**DATA SECTION**:
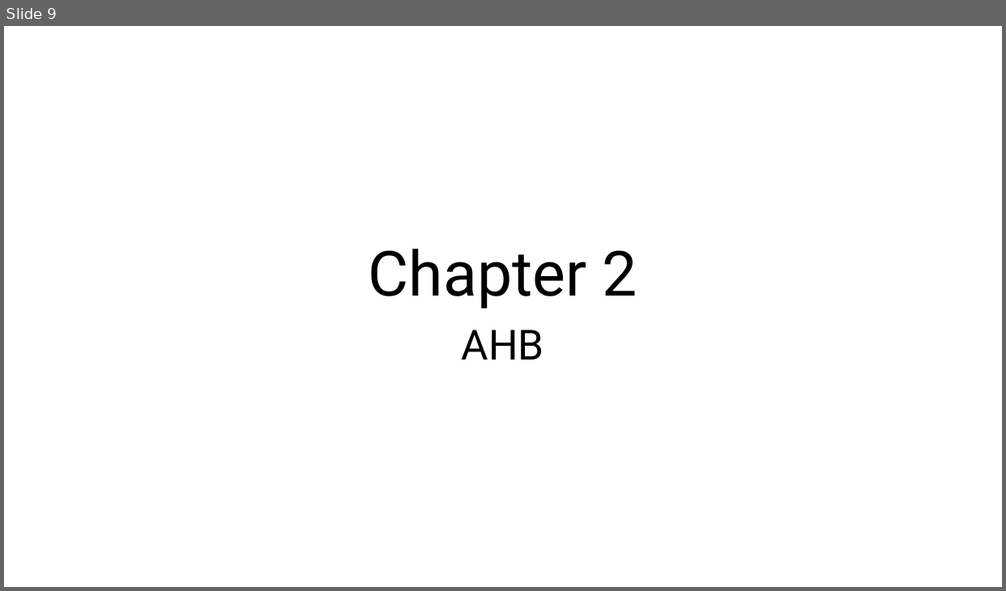
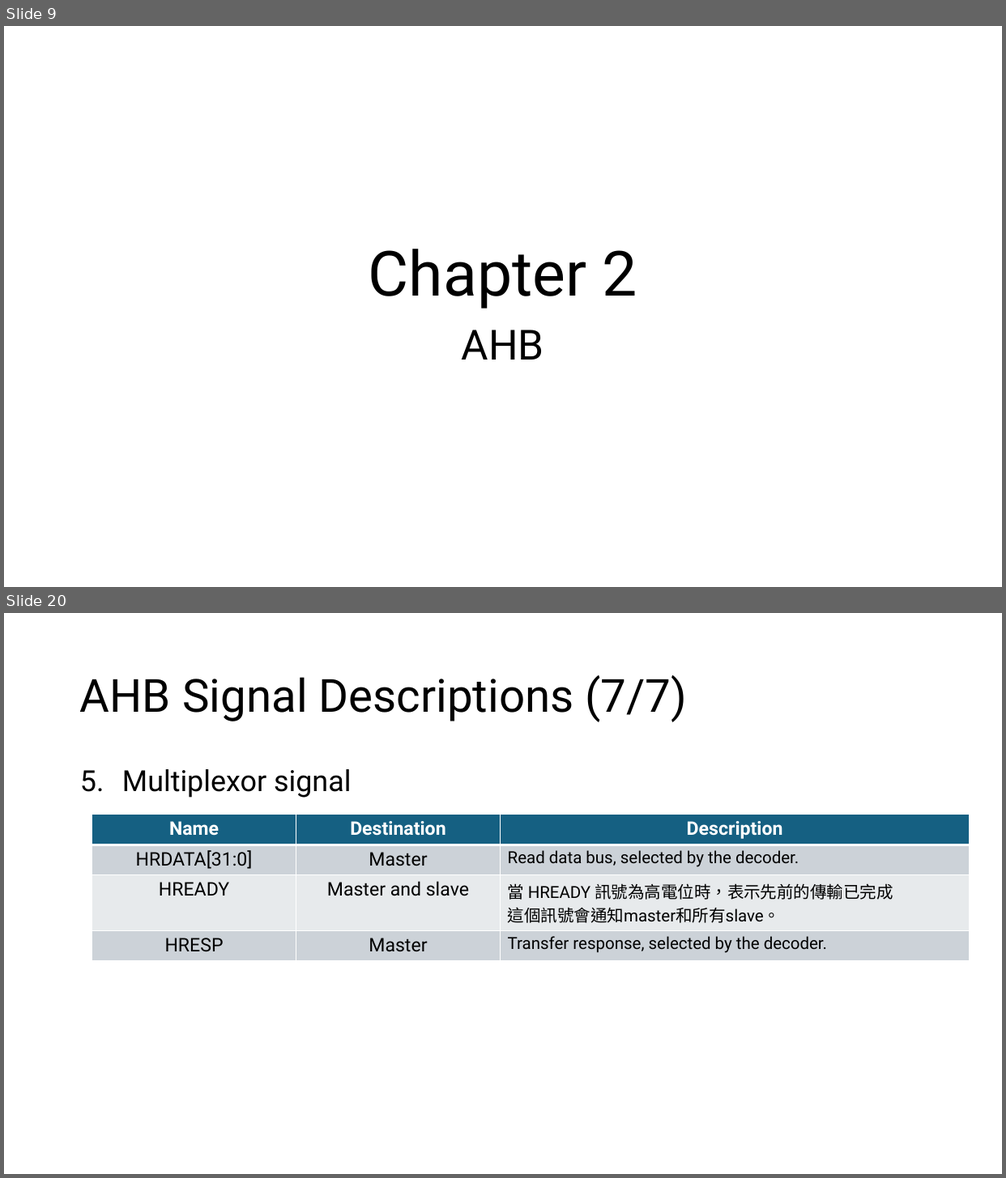
Before and after one commit to s9001055/DV_learning, a slide deck: AMBA/AMBA_learning.pptx. Shown one above the other, each under a label of ours: slide 9 before the commit, slides 9 and 20 after it; the slides between them are not shown. The pictures are 1006x591 and 1006x1178 pixels, drawn with LibreOffice and Linux fonts; fonts in the diff are those of the drawing. Boxes give left, top, right and bottom in pixels: in the first picture for what was removed or moved away, otherwise in the second. Text is boxed around its words. In the diff, an @@ line names an element or a change of style, - is before the commit and + after.

Commit message:
Modify: AMBA/AMBA_learning.pptx 1. Add chapter 2 AHB Signal Descriptions

```diff
--- a/AMBA/AMBA_learning.pptx
+++ b/AMBA/AMBA_learning.pptx
@@ slide 20 added at box(4, 613, 1002, 1174), background #FFFFFF @@
@@ title added at box(80, 675, 688, 722), 44 pt, text #000000 @@
+AHB Signal Descriptions (7/7)
@@ text added at box(122, 769, 351, 798), 28 pt, text #000000 @@
+5. Multiplexor signal
@@ table added at box(92, 815, 970, 956), 4 rows, 3 columns @@
+Name | Destination | Description
+HRDATA[31:0] | Master | Read data bus, selected by the decoder.
+HREADY | Master and slave | 當 HREADY 訊號為高電位時，表示先前的傳輸已完成 / 這個訊號會通知master和所有slave。
+HRESP | Master | Transfer response, selected by the decoder.
```
Also in this commit, not shown: 5 slides changed, 5 other slides added, 1 other file.

**ACTIVITY**:
Using the listing above, gather each line that holds the string "Master" and copy it.

**ANSWER FOR THIS EXERCISE**:
+HRDATA[31:0] | Master | Read data bus, selected by the decoder.
+HREADY | Master and slave | 當 HREADY 訊號為高電位時，表示先前的傳輸已完成 / 這個訊號會通知master和所有slave。
+HRESP | Master | Transfer response, selected by the decoder.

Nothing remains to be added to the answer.